News • March 09, 2017

Former U.S. ambassador shares his foreign service experiences with a CBU audience

Kenneth Yalowitz

Riverside, Calif. (March 8, 2017) – Working as an U.S. ambassador comes with a lot of responsibility but it is also fascinating and exciting, former Ambassador Kenneth Yalowitz told an audience at California Baptist University on March 7.

Yalowitz served 35 years as a U.S. foreign service officer and twice as a U.S. ambassador—to the Republic of Belarus (1994-1997) and to Georgia (1998-2001). Yalowitz received the Ambassador Robert Frasure award for peacemaking and conflict prevention in 2000 for his work to prevent the spillover of the Chechen war into Georgia. He is also a global fellow at the Woodrow Wilson Center, a member of the Council on Foreign Relations and an adjunct professor at Georgetown University.
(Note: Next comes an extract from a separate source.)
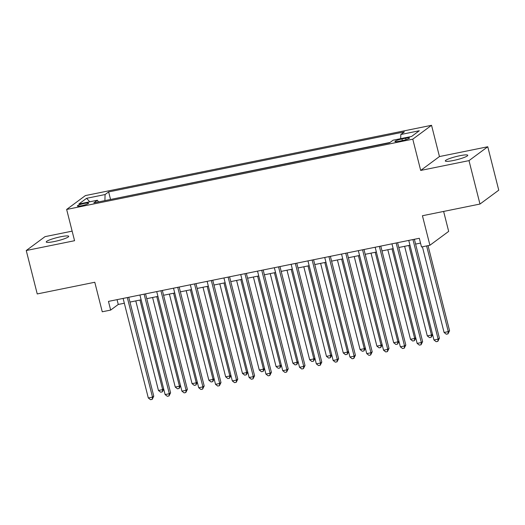<?xml version="1.0" encoding="UTF-8"?>
<svg xmlns="http://www.w3.org/2000/svg" width="525" height="525" viewBox="0 0 525 525"><rect width="100%" height="100%" fill="white"/><g stroke="black" fill="none" stroke-linecap="round" stroke-linejoin="round"><path stroke-width="0.79" d="M54.233 241.552A11.583 1.614 -14.2 0 0 68.703 236.309A11.583 1.614 -14.2 0 0 60.723 236.749A11.583 1.614 -14.2 0 0 46.253 241.992A11.583 1.614 -14.2 0 0 54.233 241.552M453.292 160.525A11.583 1.614 -14.2 0 0 467.762 155.288A11.583 1.614 -14.2 0 0 459.782 155.728A11.583 1.614 -14.2 0 0 445.312 160.965A11.583 1.614 -14.2 0 0 453.292 160.525M81.355 205.78A5.788 0.807 -14.2 0 0 88.594 203.162A5.788 0.807 -14.2 0 0 84.604 203.385A5.788 0.807 -14.2 0 0 77.365 206.003A5.788 0.807 -14.2 0 0 81.355 205.78M72.135 231.144L45.019 236.65L26.25 250.523L37.236 293.941L94.789 282.26L102.257 311.784L110.657 310.078L118.269 304.454L124.333 303.227M431.543 125.298L85.411 195.576L66.649 209.449L412.781 139.171L431.543 125.298L439.458 156.562L420.689 170.435L468.996 160.624L487.764 146.757L439.458 156.562M487.764 146.757L498.75 190.181L479.981 204.048L422.435 215.736L429.909 245.26L448.672 231.387L443.625 211.431M468.996 160.624L479.981 204.048M429.909 245.26L421.503 246.967L419.311 238.278L108.458 301.396L110.657 310.078M405.648 138.226L401.953 138.974A5.611 0.781 -14.2 0 0 394.944 141.514A5.611 0.781 -14.2 0 0 398.81 141.304L402.504 140.549A5.611 0.781 -14.2 0 0 409.513 138.009A5.611 0.781 -14.2 0 0 405.648 138.226L406.009 139.663M98.536 201.915L97.381 200.248L93.831 202.867L389.55 142.826L393.1 140.201L411.587 136.447L419.298 130.751L400.811 134.505L404.362 131.88L108.636 191.92L105.085 194.545L104.895 200.622M97.381 200.248L78.894 203.995L86.605 198.299L105.085 194.545M390.055 142.452L109.981 199.592M420.689 170.435L412.781 139.171M26.25 250.523L74.557 240.713L66.649 209.449M129.964 302.078L141.133 299.814M146.764 298.673L157.933 296.402M163.57 295.26L174.74 292.989M180.37 291.848L191.54 289.577M197.17 288.435L208.346 286.164M213.977 285.022L225.146 282.758M230.777 281.61L241.946 279.346M247.583 278.197L258.753 275.933M264.383 274.792L275.553 272.521M281.183 271.379L292.353 269.108M297.99 267.967L309.159 265.696M314.79 264.554L325.959 262.283M331.59 261.142L342.766 258.877M348.397 257.729L359.566 255.465M365.197 254.317L376.366 252.052M382.003 250.911L393.173 248.64M398.803 247.498L409.973 245.227M415.603 244.086L420.525 243.088M117.049 299.65L118.269 304.454M400.68 138.666L400.811 134.505M110.486 199.218L108.636 191.92M86.605 198.299L89.782 201.79M412.958 239.571L438.152 339.13L433.952 339.983L408.758 240.424M414.389 239.282L439.418 338.192L438.152 339.13L437.843 341.362L436.163 341.703L433.952 339.983M439.418 338.192L437.843 341.362M422.408 246.783L444.091 332.483L448.291 331.629L449.564 330.697L428.039 245.641M449.564 330.697L447.983 333.867L448.291 331.629L426.608 245.93M447.983 333.867L446.303 334.208L444.091 332.483M396.158 242.983L421.345 342.543L417.145 343.396L391.952 243.836M397.589 242.694L422.618 341.604L421.345 342.543L421.037 344.774L419.357 345.115L417.145 343.396M422.618 341.604L421.037 344.774M379.352 246.396L404.545 345.955L400.345 346.802L375.152 247.249M380.783 246.1L405.812 345.017L404.545 345.955L404.237 348.187L402.557 348.528L400.345 346.802M405.812 345.017L404.237 348.187M362.552 249.808L387.745 349.361L383.545 350.214L358.352 250.655M363.983 249.513L389.012 348.429L387.745 349.361L387.437 351.599L385.757 351.94L383.545 350.214M389.012 348.429L387.437 351.599M345.745 253.214L370.939 352.774L366.739 353.627L341.545 254.067M347.183 252.925L372.205 351.835L370.939 352.774L370.63 355.005L368.95 355.346L366.739 353.627M372.205 351.835L370.63 355.005M404.624 246.317L427.291 335.895L431.491 335.042L408.824 245.464M432.58 334.569L431.183 337.273L429.502 337.614L427.291 335.895M431.183 337.273L431.491 335.042L432.508 334.294M387.817 249.729L410.491 339.308L414.691 338.454L392.024 248.876M415.78 337.982L414.383 340.686L412.702 341.027L410.491 339.308M414.383 340.686L414.691 338.454L415.708 337.7M371.017 253.135L393.684 342.72L397.884 341.867L375.217 252.282M398.974 341.394L397.576 344.098L395.896 344.439L393.684 342.72M397.576 344.098L397.884 341.867L398.902 341.112M354.217 256.548L376.884 346.133L381.084 345.279L358.417 255.695M382.174 344.807L380.776 347.511L379.096 347.852L376.884 346.133M380.776 347.511L381.084 345.279L382.102 344.525M328.945 256.627L354.139 356.186L349.939 357.039L324.745 257.48M330.376 256.338L355.405 355.248L354.139 356.186L353.83 358.417L352.15 358.759L349.939 357.039M355.405 355.248L353.83 358.417M337.411 259.96L360.078 349.545L364.284 348.692L341.611 259.107M365.374 348.219L363.976 350.923L362.289 351.264L360.078 349.545M363.976 350.923L364.284 348.692L365.302 347.937M312.145 260.039L337.332 359.599L333.132 360.452L307.945 260.892M313.576 259.75L338.605 358.66L337.332 359.599L337.024 361.83L335.344 362.171L333.132 360.452M338.605 358.66L337.024 361.83M320.611 263.373L343.278 352.951L347.478 352.098L324.811 262.52M348.567 351.632L347.169 354.336L345.489 354.677L343.278 352.951M347.169 354.336L347.478 352.098L348.495 351.35M295.339 263.452L320.532 363.011L316.332 363.864L291.139 264.305M296.769 263.163L321.799 362.073L320.532 363.011L320.224 365.242L318.544 365.584L316.332 363.864M321.799 362.073L320.224 365.242M303.811 266.785L326.478 356.363L330.678 355.51L308.011 265.932M331.767 355.044L330.369 357.748L328.689 358.089L326.478 356.363M330.369 357.748L330.678 355.51L331.695 354.762M278.539 266.864L303.732 366.424L299.532 367.277L274.339 267.717M279.969 266.575L304.999 365.485L303.732 366.424L303.424 368.655L301.744 368.996L299.532 367.277M304.999 365.485L303.424 368.655M287.004 270.198L309.671 359.776L313.871 358.923L291.204 269.345M314.961 358.45L313.563 361.154L311.883 361.495L309.671 359.776M313.563 361.154L313.871 358.923L314.895 358.175M270.204 273.61L292.871 363.188L297.071 362.335L274.404 272.757M298.161 361.863L296.763 364.567L295.083 364.908L292.871 363.188M296.763 364.567L297.071 362.335L298.088 361.581M253.398 277.016L276.071 366.601L280.271 365.748L257.604 276.163M281.361 365.275L279.963 367.979L278.283 368.32L276.071 366.601M279.963 367.979L280.271 365.748L281.288 364.993M236.598 280.429L259.265 370.013L263.465 369.16L240.798 279.576M264.554 368.688L263.156 371.392L261.476 371.733L259.265 370.013M263.156 371.392L263.465 369.16L264.482 368.406M219.798 283.841L242.465 373.426L246.665 372.573L223.998 282.988M247.754 372.1L246.356 374.804L244.676 375.145L242.465 373.426M246.356 374.804L246.665 372.573L247.682 371.818M202.991 287.254L225.658 376.832L229.858 375.979L207.191 286.401M230.948 375.513L229.55 378.217L227.87 378.558L225.658 376.832M229.55 378.217L229.858 375.979L230.882 375.231M186.191 290.666L208.858 380.244L213.058 379.391L190.391 289.813M214.148 378.925L212.75 381.629L211.07 381.97L208.858 380.244M212.75 381.629L213.058 379.391L214.075 378.643M169.385 294.079L192.058 383.657L196.258 382.804L173.591 293.226M197.348 382.331L195.95 385.035L194.27 385.376L192.058 383.657M195.95 385.035L196.258 382.804L197.275 382.056M152.585 297.491L175.252 387.069L179.452 386.216L156.785 296.638M180.541 385.744L179.143 388.447L177.463 388.789L175.252 387.069M179.143 388.447L179.452 386.216L180.469 385.462M261.732 270.277L286.926 369.83L282.726 370.683L257.532 271.13M263.169 269.981L288.199 368.898L286.926 369.83L286.617 372.067L284.937 372.409L282.726 370.683M288.199 368.898L286.617 372.067M244.932 273.689L270.126 373.242L265.926 374.095L240.732 274.536M246.363 273.394L271.392 372.31L270.126 373.242L269.817 375.48L268.137 375.821L265.926 374.095M271.392 372.31L269.817 375.48M228.132 277.095L253.326 376.655L249.119 377.508L223.932 277.948M229.563 276.806L254.592 375.716L253.326 376.655L253.017 378.886L251.331 379.227L249.119 377.508M254.592 375.716L253.017 378.886M211.326 280.507L236.519 380.067L232.319 380.92L207.126 281.361M212.756 280.219L237.786 379.129L236.519 380.067L236.211 382.298L234.531 382.64L232.319 380.92M237.786 379.129L236.211 382.298M194.526 283.92L219.719 383.48L215.519 384.333L190.326 284.773M195.956 283.631L220.986 382.541L219.719 383.48L219.411 385.711L217.731 386.052L215.519 384.333M220.986 382.541L219.411 385.711M177.726 287.332L202.912 386.892L198.713 387.745L173.519 288.186M179.156 287.044L204.186 385.954L202.912 386.892L202.604 389.123L200.924 389.465L198.713 387.745M204.186 385.954L202.604 389.123M160.919 290.745L186.113 390.305L181.912 391.158L156.719 291.598M162.35 290.45L187.379 389.366L186.113 390.305L185.804 392.536L184.124 392.877L181.912 391.158M187.379 389.366L185.804 392.536M144.119 294.158L169.312 393.711L165.106 394.564L139.919 295.011M145.55 293.862L170.579 392.779L169.312 393.711L169.004 395.948L167.324 396.29L165.106 394.564M170.579 392.779L169.004 395.948M127.312 297.563L152.506 397.123L148.306 397.976L123.112 298.417M128.75 297.275L153.773 396.191L152.506 397.123L152.197 399.361L150.518 399.702L148.306 397.976M153.773 396.191L152.197 399.361M135.785 300.897L158.452 390.482L162.652 389.629L139.985 300.044M163.741 389.156L162.343 391.86L160.663 392.201L158.452 390.482M162.343 391.86L162.652 389.629L163.669 388.874M402.36 140.582L401.953 138.974"/></g></svg>

“When you represent the United States and you walk into the office of the president of the country in which you are assigned, you realize … you alone have the authority to speak for the president of the United States and the authority to make a commitment on behalf of the United States in that particular country. It’s a lot of responsibility,” Yalowitz said.

Yalowitz said an important aspect of the job is identifying the key players in the country. He talked to government officials, political opponents, student groups and the press.

“That’s the way I took the pulse,” Yalowitz said. “For an ambassador, one of the most important functions is informing Washington what is going on in the country to which you are an ambassador. What is it we need to be doing? Are we doing the right things?”

Yalowitz urged the students to be involved in politics, from voting to joining a political party to thinking critically. 

“I hope that you take very seriously your education in terms of being able to read and understand critically,” Yalowitz said. “Be very aware of what is going on and talk with family, friends and people who may not share your viewpoints, start a dialogue… You have to also get out of your comfort zone and understand what the other side is saying.”